Víctor Esquirol (Festival de Berlín)
El título de la nueva película de Joanna Hogg está prestado de un cuadro de Jean-Honoré Fragonard, pintor francés emblemático de un antiguo régimen agonizante en los claroscuros del rococó. En la pintura, Le Souvenir, vemos a una muchacha grabar las iniciales del que suponemos su amante. Una acción que contemplamos desde una distancia aproximada de un par de metros, y desde un ángulo que muestra lo que sucede, pero que al mismo tiempo oculta partes fundamentales de la historia. A la chica, por ejemplo, la vemos de perfil, ocultando la mitad de su cara. Entre ella, el árbol y nuestra posición, la trigonometría perfila un triángulo rectángulo. Podemos dibujarlo juntando puntos, pero también siguiendo miradas: la de ella, la nuestra. Y así nos plantamos en una reveladora escena de The Souvenir en la que Hogg emula, en simetría vertical, aquella carambola. Julie, la protagonista de su historia (que comparte nombre con la chica del cuadro), está dirigiendo una película, abstraída en una escena que se desarrolla a un par de metros a su izquierda, y consiste, simplemente, en una actriz recitando un monólogo. El discurso es filmado por una cámara que, montada en un raíl, va trazando un travelling de acercamiento a la chica del discurso. Mientras (y ahí llega el prodigio), nosotros, espectadores, nos acercamos hacia Julie, en un movimiento de cámara que imita al dispositivo dentro del film.
La naturaleza palpitante, móvil, del encuadre cinematográfico desdobla el movimiento de lo pictórico, y complejiza sus significados. The Souvenir de Joanna Hogg, como ocurre con el cuadro de Fragonard, nos invita a aprender a convivir con lo incompleto, un engorro que se eleva a la categoría de calvario cuando nos damos cuenta de que, cuanto más creemos acercamos a las respuestas, más preguntas van surgiendo. Volvemos a aquel movimiento (por duplicado) de cámara, y descubrimos de paso que el travelling de acercamiento es un arma de doble filo: al avanzar, podemos observar más detalles de aquello que nos interesa, pero a cambio perdemos la perspectiva del asunto. Más intimidad, pero menos noción del lugar, menos detalles que podrían ser reveladores.
Las dos horas de metraje de The Souvenir funcionan como un gran movimiento de acercamiento. De partida, una serie de fotografías en blanco y negro de una ciudad (presumiblemente, Sunderland) brindan una panorámica privilegiada del lugar en el que va a transcurrir la acción. Mientas, dos voces en off otorgan un sentido narrativo a la colección de imágenes estáticas: resulta que una joven directora de cine pretende rodar ahí una película. A partir de ahí, la cámara se va acercando. Hacia determinadas clases sociales (aquí, una aristocracia de decadencia viscontiana), hacia unos ambientes, hacia unas fiestas, hacia Julie, hacia un hombre que ésta conocerá. Se va estrechando el círculo. Se va comprimiendo un cuadro en el que toda la información se sugiere. En las fiestas, la gente aprovecha la desinhibición generalizada para expresarse libre y abiertamente. Sobre sus aspiraciones en la vida, sobre sus temores, sobre lo que buscan en (y a través de) sus respectivos trabajos.

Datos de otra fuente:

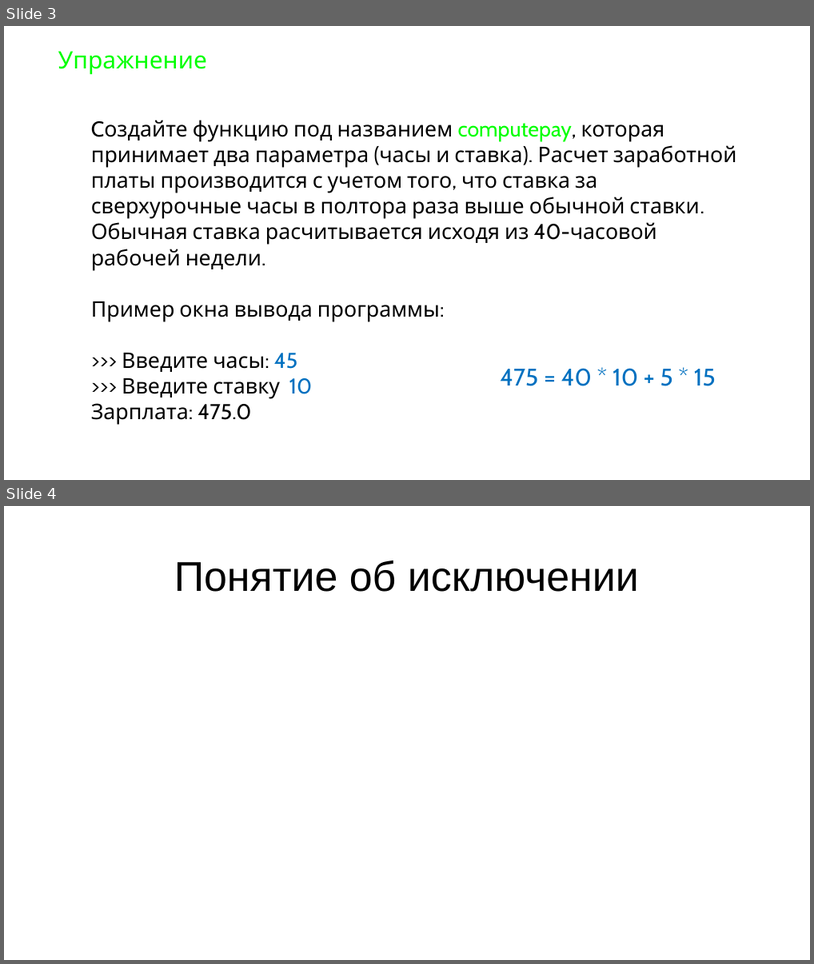
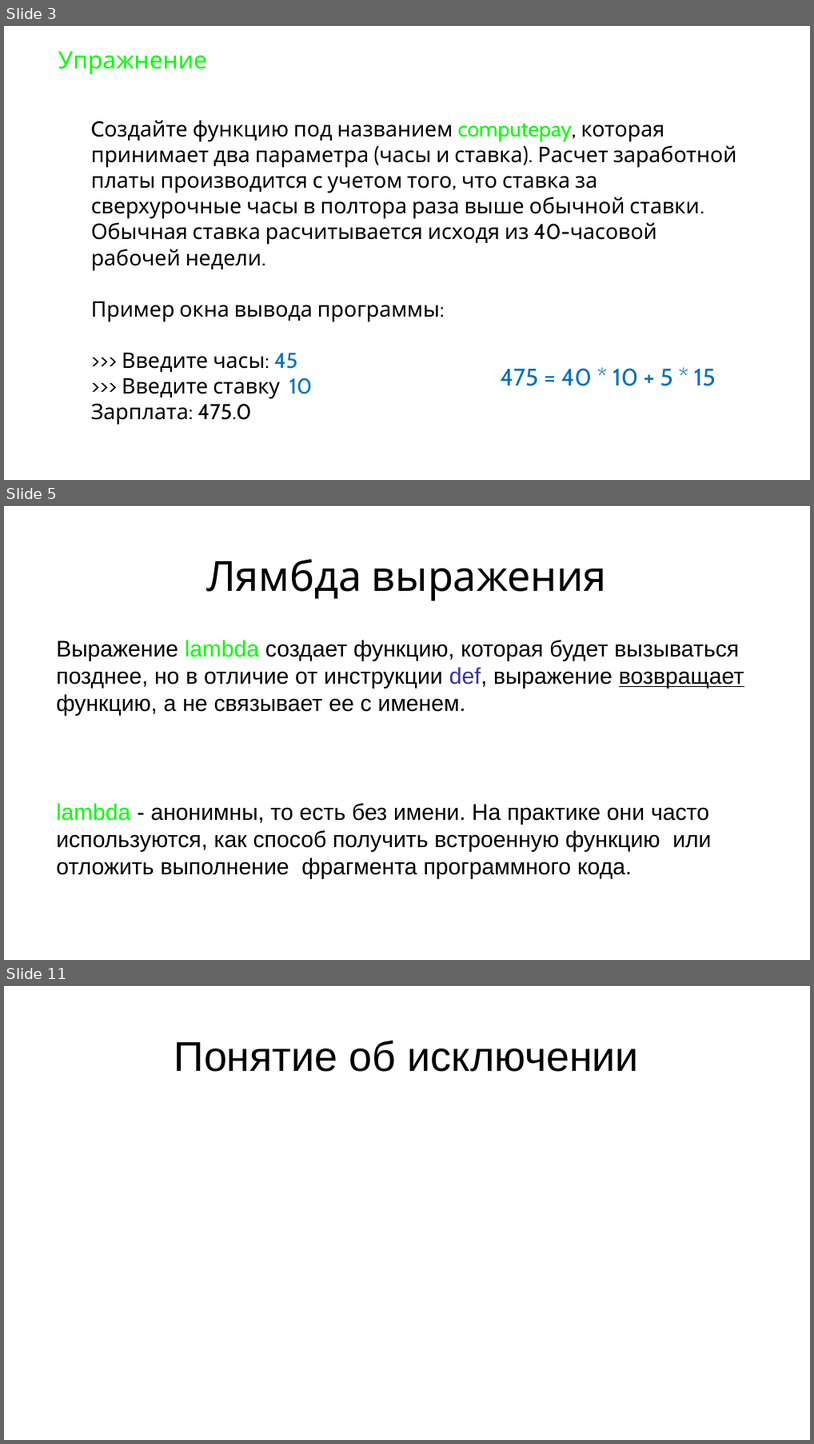
Before and after one commit to maxchv/LearnPython, a slide deck: week05/Exceptions.pptx. Shown one above the other, each under a label of ours: slides 3 and 4 before the commit, slides 3, 5 and 11 after it; the slides between them are not shown. The pictures are 814x964 and 814x1444 pixels, drawn with LibreOffice and Linux fonts; fonts in the diff are those of the drawing. Boxes give left, top, right and bottom in pixels: in the first picture for what was removed or moved away, otherwise in the second. Text is boxed around its words. In the diff, an @@ line names an element or a change of style, - is before the commit and + after.

```diff
--- a/week05/Exceptions.pptx
+++ b/week05/Exceptions.pptx
@@ slide 5 added at (4,506,810,960), background #FFFFFF @@
@@ title added at (206,559,607,601), 66 pt, text #000000 @@
+Лямбда выражения
@@ text added at (56,640,745,879), 36 pt, text #000000 @@
+Выражение lambda создает функцию, которая будет вызываться позднее, но в отличие от инструкции def, выражение возвращает функцию, а не связывает ее с именем.
+lambda - анонимны, то есть без имени. На практике они часто используются, как способ получить встроенную функцию или отложить выполнение фрагмента программного кода.
@@ text added at (257,660,320,684), 36 pt, text #FFFFFF @@
+hello():
@@ what was slide 4 is now slide 11 @@
```
Also in this commit, not shown: 6 other slides added, 5 other files.

Pero la cámara ya ha empezado a moverse hacia delante, a incidir en la vida privada… y a insinuar su carácter insondable. Julie conoce a Anthony, y éste le pregunta acerca de la verdad contenida en la película que está filmando. A partir de ahí, cuando el plano corto ha tomado el relevo del largo, todo se emborrona; la imagen granulada se enturbia: la mentira se va apoderando del relato. La omnipresencia de espejos o cristales en The Souvenir apunta a algo más que al puro lucimiento estético: acentúa la dimensión elíptica del film. En vez de dar pistas desde una posición privilegiada, la puesta en escena se contagia de la confusión circundante, e intenta encontrar sentido a través de cualquier resquicio. La imágenes nos llegan partidas, desdobladas… ilustrando las deformidades de la trama. El carácter autobiográfico de la cinta, sumado a su componente metafílmico, crea un juego constante de simetrías y reflejos que funden dimensiones. Por ejemplo: Julie (Honor Swinton Byrne) es el alter ego de Joanna Hogg, y su madre en la ficción es su madre en la vida real, Tilda Swinton.
A pesar de lo tormentoso y tóxico de la relación entre Julie y Anthony (descomunal Tom Burke en su intimidante repertorio de miradas), la música se emplea solamente en los breves montajes de transición. La película parece renunciar a lo emocional para centrarse en lo intelectual. Si acaso, pretende llegar a lo primero mediante lo segundo. El misterio de The Souvenir nace de las personas, y parece que solo pueda disolverse con la ayuda del arte, sin olvidar que el arte se debe al misterio.